2. . Scope of Services. The Consultant shall do, perform, and carry out in a good
professional manner the following services
A. Prepare an indirect cost allocation plan in accordance with OMB Circular A-87 based on
fiscal year actual cost.
B. Develop a full cost budget cost allocation plan for the City of Lubbock which ignores the
restrictive requirements of OMB Circular A-87. This plan will be used to identify the amount of
general fund subsidy to enterprise funds and other local activities.
C. Negotiate the completed cost allocation plan with the U. S. Department of Housing and
Urban Development if such negotiation is requested by those representatives.
D. Computation of departmental indirect cost rates based upon the computed actual plans.
E. Assist the City, to the extent desired, in gaining acceptance of the departmental rate
proposals by the appropriate State agencies.

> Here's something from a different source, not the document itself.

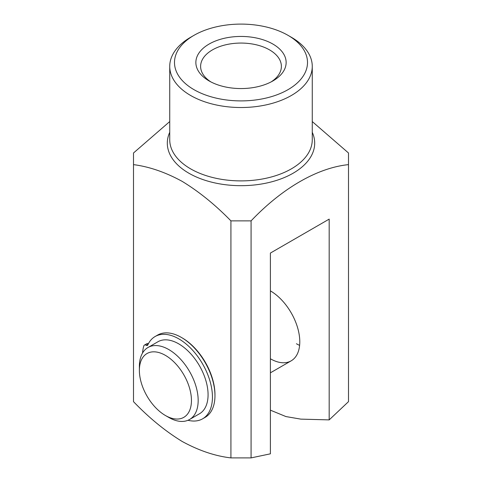 <?xml version="1.0" encoding="UTF-8"?>
<svg xmlns="http://www.w3.org/2000/svg" width="482" height="482" viewBox="0 0 482 482"><rect width="100%" height="100%" fill="white"/><g stroke="black" fill="none" stroke-linecap="round" stroke-linejoin="round"><path stroke-width="0.72" d="M187.98 420.28A47.507 27.432 -120 0 0 202.603 418.822A47.507 27.432 -120 0 0 209.887 380.75A47.507 27.432 -120 0 0 178.852 338.888A47.507 27.432 -120 0 0 155.096 336.532A47.507 27.432 -120 0 0 147.793 344.967A2.374 1.374 60 0 1 147.426 345.389A2.374 1.374 60 0 1 146.239 345.275L146.209 345.257A3.561 2.055 -120 0 0 144.431 345.082A3.561 2.055 -120 0 0 143.787 345.974A51.538 29.757 -120 0 0 142.552 353.017M202.603 418.822L205.127 417.37A47.507 27.432 -120 0 0 212.405 379.298A47.507 27.432 -120 0 0 181.371 337.43A47.507 27.432 -120 0 0 157.614 335.08L155.096 336.532M144.431 345.082L146.95 343.624A3.561 2.055 60 0 1 148.432 343.648M168.772 417.436L165.41 415.502A36.819 21.256 -120 0 0 165.416 415.502A36.819 21.256 -120 0 0 191.45 400.47A36.819 21.256 -120 0 0 165.416 355.373A36.819 21.256 -120 0 0 139.376 370.405A36.819 21.256 -120 0 0 165.41 415.502L168.772 417.436A41.573 24.004 60 0 0 189.559 419.497A41.573 24.004 60 0 0 195.933 386.184A41.573 24.004 60 0 0 168.772 349.552A41.573 24.004 60 0 0 147.986 347.498A41.573 24.004 60 0 0 139.376 366.525L139.376 370.405M189.559 419.497L199.47 413.779A41.573 24.004 -120 0 0 205.838 380.467A41.573 24.004 -120 0 0 178.683 343.835A41.573 24.004 -120 0 0 157.897 341.774L147.986 347.498M181.792 337.677A46.32 26.745 60 0 1 182.208 337.918A46.32 26.745 60 0 1 182.214 337.918L182.208 337.918M183.937 338.967A41.573 24.004 -120 0 0 183.54 338.768M193.969 89.652A66.51 38.403 0 0 0 288.031 89.652A66.51 38.403 0 0 0 288.031 35.349L291.393 37.289A71.264 41.145 180 0 1 312.264 66.377A71.264 41.145 180 0 1 268.269 104.389A71.264 41.145 180 0 1 190.607 95.472A71.264 41.145 180 0 1 169.736 66.377A71.264 41.145 180 0 1 190.607 37.289L193.969 35.349A66.51 38.403 0 0 0 193.969 89.652M209.086 80.928L209.086 80.928A45.133 26.058 180 0 1 209.086 44.073A45.133 26.058 180 0 1 272.914 44.073A45.133 26.058 180 0 1 272.914 80.928A45.133 26.058 180 0 1 209.086 80.928M271.143 81.898A40.386 23.317 0 0 0 281.386 66.377A40.386 23.317 0 0 0 269.552 49.893A40.386 23.317 0 0 0 225.546 44.838A40.386 23.317 0 0 0 200.614 66.377A40.386 23.317 0 0 0 210.857 81.898M169.736 121.56L133.502 152.987L133.502 164.627C149.251 166.664 165.489 172.255 182.208 181.395C199.036 191.649 215.273 204.808 230.92 220.87L251.08 220.87C282.235 188.119 317.511 167.79 348.498 164.627L348.498 152.987L312.264 121.56M133.502 164.627L133.502 401.657C149.149 417.93 165.38 431.209 182.208 441.482C198.939 450.61 215.177 456.08 230.92 457.9L230.92 220.87M251.08 220.87L251.08 457.9L270.396 453.827L270.396 253.062L329.182 219.117L329.182 419.888L348.498 401.657L348.498 164.627M251.08 457.9L230.92 457.9M291.393 37.289L288.031 35.349A66.51 38.403 0 0 0 193.969 35.349M182.214 337.918A46.32 26.745 60 0 1 214.966 394.65A46.32 26.745 60 0 1 214.96 395.132M329.182 419.888L300.84 419.129L285.959 416.575L270.396 410.164M270.396 290.881A41.573 24.004 60 0 1 297.551 327.513A41.573 24.004 60 0 1 291.182 360.825A41.573 24.004 60 0 1 270.396 358.771M299.617 345.377A41.573 24.004 60 0 1 296.43 343.738M214.894 393.071A41.573 24.004 -120 0 0 214.918 392.631M146.239 345.275L148.179 344.154M148.197 344.112L146.209 345.257M169.736 66.377L169.736 139.75A71.264 41.145 0 0 0 190.607 168.845A71.264 41.145 0 0 0 268.269 177.762A71.264 41.145 0 0 0 312.264 139.75L312.264 66.377M312.264 132.297A73.692 42.549 180 0 1 277.71 180.027A73.692 42.549 180 0 1 188.89 173.219A73.692 42.549 180 0 1 169.736 132.297M291.182 360.825L270.396 372.827"/></g></svg>

F. Provide guidance to City personnel to successfully utilize the indirect cost allocation plan
and indirect cost rate proposals to the City's maximum advantage and ensure perpetuation of the
plans in subsequent years.
3. Term of Agreement. This agreement shall be in effect starting with the preparation
of the fiscal year (FY) budget 1998 - 99 full cost allocation plan and the FY 1997 - 98 Actual OMB
Circular A-87 cost allocation plan. Subject agreement may, however, be extended for up to four
(4) additional fiscal year periods, subject to the approval of the Consultant and the City Manager or
his designee. Upon expiration of the initial term or period of extension, Consultant agrees to hold
over under the terms and conditions of this Agreement for such period as is reasonably necessary to
resolicit.
4. Time of Performance. The services to be performed hereunder by the Consultant
shall be undertaken and completed in such sequence as to assure their expeditious completion and
best carry out the purposes of the agreement. All services required, hereunder, except for
monitoring of recoveries, shall be completed annually within twelve months of the close of the
City's fiscal year.
5. Compensation. The City agrees to pay the Consultant annually according to the
following fee schedule:
Cost Allocation Services Fee
FY 1999 $14,500
FY 2000 14,500
FY 2001 14,500
FY 2002 14,500
FY 2003 14,500
The above not to exceed fees are for all services required herein, which shall include
reimbursement for expenses incurred. Consultant agrees to complete the project and all services
provided herein for said sum.
6. Method of Pam. The Consultant shall be entitled to payment in accordance
with the provisions of this paragraph. Upon completion and delivery of the full cost plan and the
OMB Circular A-87 cost plan, Consultant will invoice for each plan according to the following
schedule:
Period
Full Cost Plan
OMB A-87 Plan
FY 1999
$12,000
$2,500
FY 2000
12,000
2,500
FY 2001
12,000
2,500
FY 2002
12,000
2,500
FY 2003
12,000
2,500
The City will then pay the Consultant's invoice within two weeks.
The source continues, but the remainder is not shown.